Some nursery rhymes have a definite object aimed at,—that of practising a child's memory, or of teaching it the letters of the alphabet, or the numbers of a clock face, or the ordinary numerals. In Jewish books of prayer for the Paschal Festival, two nursery rhymes are almost always inserted, wherewith the tedium of the service may be lightened to the children.
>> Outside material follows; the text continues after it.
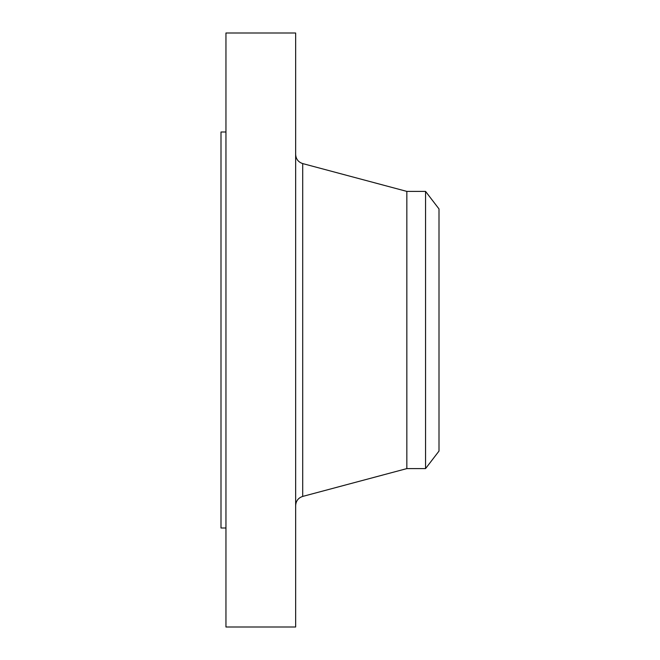 <?xml version="1.0" encoding="UTF-8"?>
<svg xmlns="http://www.w3.org/2000/svg" width="660" height="660" viewBox="0 0 660 660"><rect width="100%" height="100%" fill="white"/><g stroke="black" fill="none" stroke-linecap="round" stroke-linejoin="round"><path stroke-width="0.99" d="M225.951 627L225.951 33L295.647 33L295.647 627L225.951 627M225.951 528L221.001 528L221.001 132L225.951 132M438.999 208.923L438.999 451.077L425.552 468.6L425.552 191.4L438.999 208.923M425.552 468.6L406.84 468.6L406.84 191.4L302.701 163.581C298.279 162.112 295.927 159.052 295.647 154.399M406.84 468.6L302.701 496.419L302.701 163.581M425.552 191.4L406.84 191.4M302.701 496.419C298.279 497.887 295.927 500.948 295.647 505.601"/></g></svg>
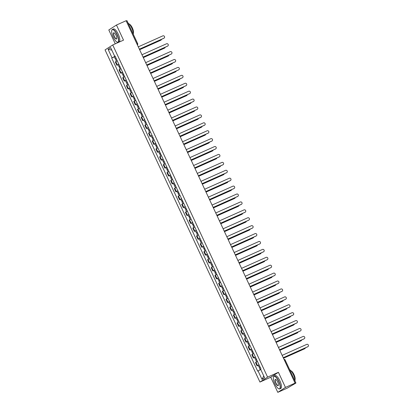 <?xml version="1.0" encoding="UTF-8"?>
<svg xmlns="http://www.w3.org/2000/svg" width="413" height="413" viewBox="0 0 413 413"><rect width="100%" height="100%" fill="white"/><g stroke="black" fill="none" stroke-linecap="round" stroke-linejoin="round"><path stroke-width="0.62" d="M277.789 392.35L285.455 387.415L295.089 383.109L126.104 20.722L116.471 25.033L123.518 40.144L112.723 44.971L105.057 49.906L259.947 382.066L270.742 377.239L277.789 392.35L287.422 388.044L295.94 383.037L295.233 383.31L284.521 360.337A1.12 0.361 -114.1 0 0 284.258 359.873M116.471 25.033L108.805 29.963L115.273 43.835M285.455 387.415L278.408 372.304L267.614 377.131L112.723 44.971M295.089 383.109L293.731 383.982L295.233 383.31M126.208 20.944L126.956 20.65L137.668 43.623L136.961 43.897L126.249 20.924M117.287 60.84L115.315 61.924L116.879 65.275L118.846 64.191M118.015 64.764L116.879 65.275M120.973 68.754L119.006 69.838L120.565 73.184L122.532 72.099M121.701 72.678L120.565 73.184M124.664 76.663L122.697 77.747L124.256 81.093L126.223 80.008M125.392 80.587L124.256 81.093M128.35 84.572L126.383 85.656L127.942 89.007L129.914 87.923M129.078 88.496L127.942 89.007M132.041 92.486L130.074 93.57L131.633 96.916L133.6 95.831M132.769 96.41L131.633 96.916M135.727 100.395L133.76 101.479L135.325 104.83L137.292 103.746M137.328 103.823L135.325 104.83M139.418 108.309L137.452 109.393L139.011 112.739L140.978 111.655M140.146 112.233L139.011 112.739M143.11 116.218L141.138 117.302L142.702 120.648L144.669 119.563M144.705 119.646L142.702 120.648M146.796 124.127L144.829 125.211L146.388 128.562L148.355 127.478M147.524 128.051L146.388 128.562M150.487 132.041L148.52 133.125L150.079 136.471L152.046 135.387M152.082 135.464L150.079 136.471M154.173 139.95L152.206 141.034L153.765 144.385L155.737 143.301M154.901 143.874L153.765 144.385M157.864 147.864L155.897 148.948L157.456 152.294L159.423 151.21M159.459 151.287L157.456 152.294M161.55 155.773L159.583 156.857L161.147 160.203L163.114 159.119M162.278 159.697L161.147 160.203M165.241 163.682L163.274 164.766L164.833 168.117L166.8 167.033M165.969 167.606L164.833 168.117M168.932 171.596L166.96 172.68L168.525 176.026L170.492 174.942M169.66 175.52L168.525 176.026M172.619 179.505L170.652 180.589L172.211 183.935L174.178 182.851M173.346 183.429L172.211 183.935M176.31 187.419L174.343 188.504L175.902 191.849L177.869 190.765M177.038 191.343L175.902 191.849M179.996 195.328L178.029 196.412L179.588 199.758L181.56 198.674M180.724 199.252L179.588 199.758M183.687 203.237L181.72 204.321L183.279 207.672L185.246 206.588M184.415 207.161L183.279 207.672M187.373 211.151L185.406 212.236L186.97 215.581L188.937 214.497M188.101 215.075L186.97 215.581M191.064 219.06L189.097 220.144L190.656 223.49L192.623 222.406M191.792 222.984L190.656 223.49M194.755 226.974L192.783 228.059L194.347 231.404L196.314 230.32M195.483 230.898L194.347 231.404M198.441 234.883L196.474 235.968L198.034 239.313L200 238.229M199.169 238.807L198.034 239.313M202.133 242.792L200.166 243.876L201.725 247.227L203.692 246.143M202.86 246.716L201.725 247.227M205.819 250.706L203.852 251.791L205.411 255.136L207.383 254.052M206.546 254.63L205.411 255.136M209.51 258.615L207.543 259.7L209.102 263.045L211.069 261.961M210.238 262.539L209.102 263.045M213.196 266.53L211.229 267.614L212.793 270.959L214.76 269.875M213.924 270.453L212.793 270.959M216.887 274.438L214.92 275.523L216.479 278.868L218.446 277.784M217.615 278.362L216.479 278.868M220.573 282.347L218.606 283.432L220.17 286.782L222.137 285.698M221.306 286.271L220.17 286.782M224.264 290.262L222.297 291.346L223.856 294.691L225.823 293.607M224.992 294.185L223.856 294.691M227.955 298.171L225.988 299.255L227.548 302.6L229.514 301.516M229.551 301.598L227.548 302.6M231.641 306.085L229.674 307.169L231.234 310.514L233.206 309.43M232.369 310.008L231.234 310.514M235.333 313.994L233.366 315.078L234.925 318.423L236.892 317.339M236.928 317.421L234.925 318.423M239.019 321.903L237.052 322.987L238.616 326.337L240.583 325.253M239.746 325.826L238.616 326.337M242.71 329.817L240.743 330.901L242.302 334.246L244.269 333.162M244.305 333.239L242.302 334.246M246.396 337.726L244.429 338.81L245.993 342.155L247.96 341.071M247.129 341.649L245.993 342.155M250.087 345.64L248.12 346.719L249.679 350.069L251.646 348.985M250.815 349.558L249.679 350.069M253.778 353.549L251.806 354.633L253.37 357.978L255.337 356.894M254.506 357.472L253.37 357.978M257.464 361.458L255.497 362.542L257.056 365.892L259.023 364.808M258.192 365.381L257.056 365.892M115.15 56.266L112.047 57.799L108.077 49.281L110.653 47.624L114.623 56.142L115.026 55.998M263.731 375.902L262.018 379.413L264.594 377.756L260.624 369.237L260.985 369.005L114.984 55.91L114.623 56.142M262.018 379.413L258.048 370.895L260.768 369.547M112.047 57.799L111.691 58.032L257.686 371.127L258.048 370.895M259.947 382.066L267.614 377.131M270.742 377.239L278.408 372.304M114.324 56.855L111.691 58.032M108.077 49.281L111.809 50.102M163.971 38.177A1.291 1.218 -122.8 0 1 163.718 38.326L139.387 49.209M139.372 49.178L163.92 38.197A1.291 1.218 57.2 0 0 164.446 36.452A1.291 1.218 57.2 0 0 162.83 35.864L138.288 46.845M116.058 58.218L115.826 58.352L116.084 58.259M116.043 58.181L115.165 58.661L116.053 58.316L116.404 59.064M115.191 56.354L114.313 56.834L115.165 58.661M139.604 49.674L160.853 40.175A1.291 1.218 57.2 0 0 161.524 39.307M116.445 59.044L115.568 59.524L116.394 61.289M160.905 40.149A1.291 1.218 -122.8 0 1 160.652 40.298L139.62 49.705M167.657 46.086A1.291 1.218 -122.8 0 1 167.41 46.235L143.079 57.118M143.063 57.087L167.611 46.111A1.291 1.218 57.2 0 0 168.137 44.361A1.291 1.218 57.2 0 0 166.522 43.778L141.974 54.753M171.349 53.995A1.291 1.218 -122.8 0 1 171.101 54.149L146.765 65.032M146.749 64.996L171.297 54.02A1.291 1.218 57.2 0 0 171.823 52.275A1.291 1.218 57.2 0 0 170.213 51.687L145.665 62.662M119.734 66.09L118.856 66.57L119.739 66.225L120.09 66.978M118.882 64.268L118.004 64.743L118.856 66.57M143.296 57.583L164.544 48.084A1.291 1.218 57.2 0 0 165.215 47.221M120.137 66.952L119.259 67.433L120.08 69.198M164.591 48.058A1.291 1.218 -122.8 0 1 164.343 48.213L143.311 57.619M123.441 74.035L123.203 74.175L123.461 74.082M123.42 74.004L122.542 74.479L123.43 74.139L123.781 74.887M122.573 72.177L121.69 72.657L122.542 74.479M146.982 65.497L168.23 55.992A1.291 1.218 57.2 0 0 168.902 55.13M123.823 74.867L122.945 75.342L123.771 77.107M168.282 55.972A1.291 1.218 -122.8 0 1 168.029 56.122L146.997 65.528M113.224 37.103A6.835 2.204 -114.1 0 0 117.034 42.074A6.835 2.204 -114.1 0 0 116.967 34.697A6.835 2.204 -114.1 0 0 111.789 30.34A6.835 2.204 -114.1 0 0 113.224 37.103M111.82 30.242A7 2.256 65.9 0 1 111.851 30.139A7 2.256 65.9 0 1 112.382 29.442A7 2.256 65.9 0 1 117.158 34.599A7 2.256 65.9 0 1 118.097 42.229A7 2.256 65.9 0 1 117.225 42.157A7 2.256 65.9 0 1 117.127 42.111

One of these is very similar to our English, 'Sing a song of One, O!' It begins thus:—

Who is one, and who can declare it?
I will teach you it;
One is God in Heaven and on earth.
What is two, and who can declare it?
I will teach you it;
Two are the tables of the Covenant,
One is God in Heaven, etc.
What is three, and who can declare it?
I will teach you it;
Three are the Patriarchs,
Two are the tables, etc.,
One is God, etc.

and so on to twelve.

The other nursery song is like our 'Stick, stick, beat dog.' It begins:—

There was a lamb, a little lamb,
And daddy he did buy it.
There came a nasty pussy cat
And ate the little lambkin.
A dog that was enraged
Because of guiltless blood,
Came hastening swift as arrow,
And tore to death the cat.
A stick stood by the doggie
Had long been used in threat,
The stick it beat the doggie,
And doggie fell down dead.
Upon the hearth the fire,
To avenge the stick it came,
The stick was next consumed
All in the ardent flame.
There bubbled up a fountain,
The water out did well,
It washed o'er the fire
And quenched it as well.
A thirst ox came thither,
And drew towards the spring,
He drank and drank, and drinking
He drained the well away.
A butcher drew up slyly
And in his hand a knife,
He fell upon the oxen,
And took its precious life.

Then ensues a moral. God avenges all violence. Death butchers the butcher, and the butcher butchers the ox, and the ox sucks up the water, and the water quenches the fire, and the fire burns the stick, and the stick beats the dog, and the dog tears the cat, and the cat eats the little lamb that belonged to my daddy, and for which he paid—so much.